• Task material:

*****

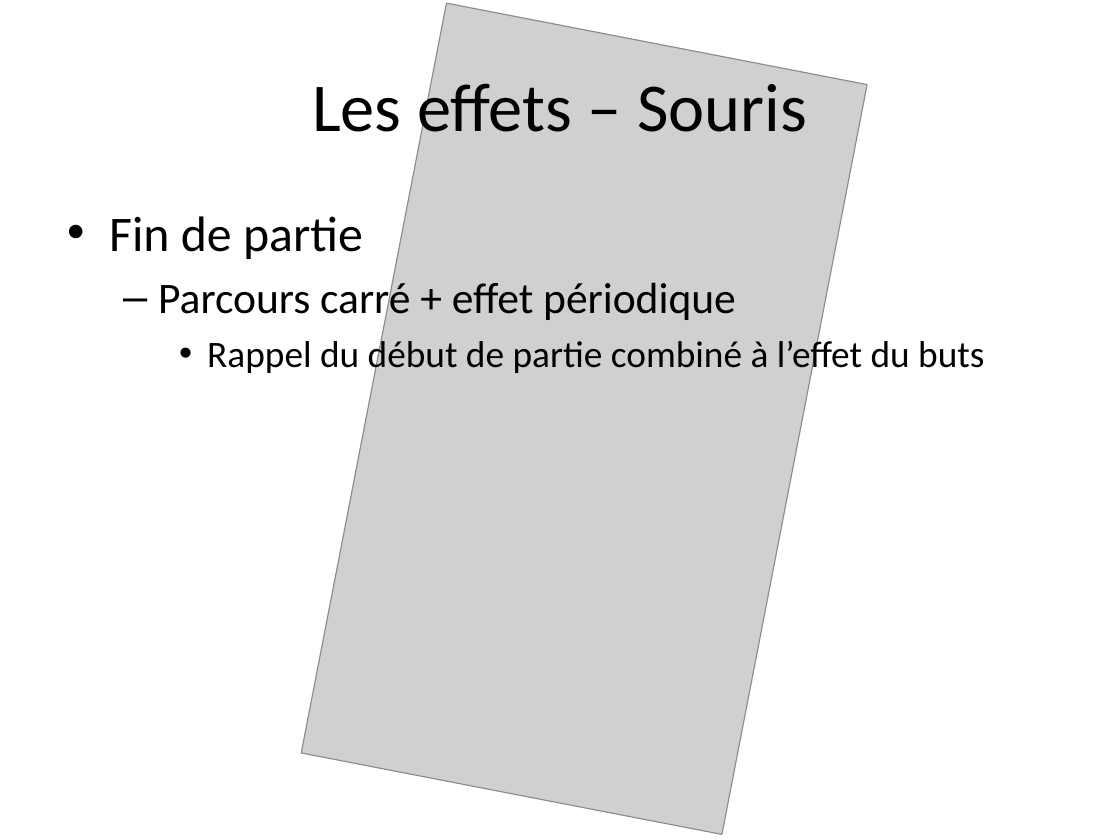
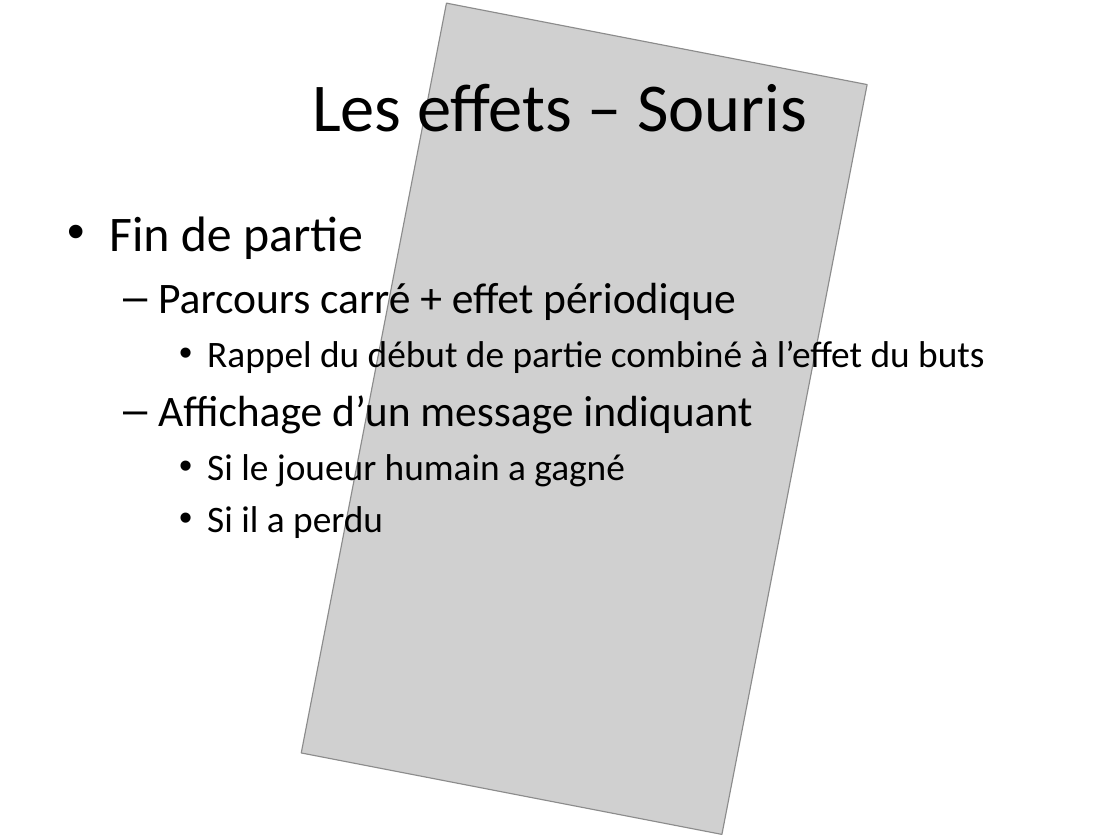
Before and after one commit to nicolasrn/haptiqueprojectnrmg, a slide deck: slide 6 of Air Hockey Haptique.pptx. Drawn at 1120x840 pixels with LibreOffice and Linux fonts; fonts in the diff are those of the drawing; grey boxes stand for pictures. Boxes give left, top, right and bottom in pixels: in the first picture for what was removed or moved away, otherwise in the second. Text is boxed around its words. In the diff, an @@ line names an element or a change of style, - is before the commit and + after.

```diff
--- a/Air Hockey Haptique.pptx
+++ b/Air Hockey Haptique.pptx
@@ text at (158, 390, 752, 542): paragraphs added @@
+  – Affichage d’un message indiquant
+    • Si le joueur humain a gagné
+    • Si il a perdu
```
Also in this commit, not shown: 2 other slides changed, 4 other files.

*****

Output the data exactly. Pictures don't belong in the result.

• Solution to the problem:
Before and after one commit to nicolasrn/haptiqueprojectnrmg, a slide deck: slide 6 of Air Hockey Haptique.pptx. Drawn at 1120x840 pixels with LibreOffice and Linux fonts; fonts in the diff are those of the drawing; grey boxes stand for pictures. Boxes give left, top, right and bottom in pixels: in the first picture for what was removed or moved away, otherwise in the second. Text is boxed around its words. In the diff, an @@ line names an element or a change of style, - is before the commit and + after.

```diff
--- a/Air Hockey Haptique.pptx
+++ b/Air Hockey Haptique.pptx
@@ text at (158, 390, 752, 542): paragraphs added @@
+  – Affichage d’un message indiquant
+    • Si le joueur humain a gagné
+    • Si il a perdu
```
Also in this commit, not shown: 2 other slides changed, 4 other files.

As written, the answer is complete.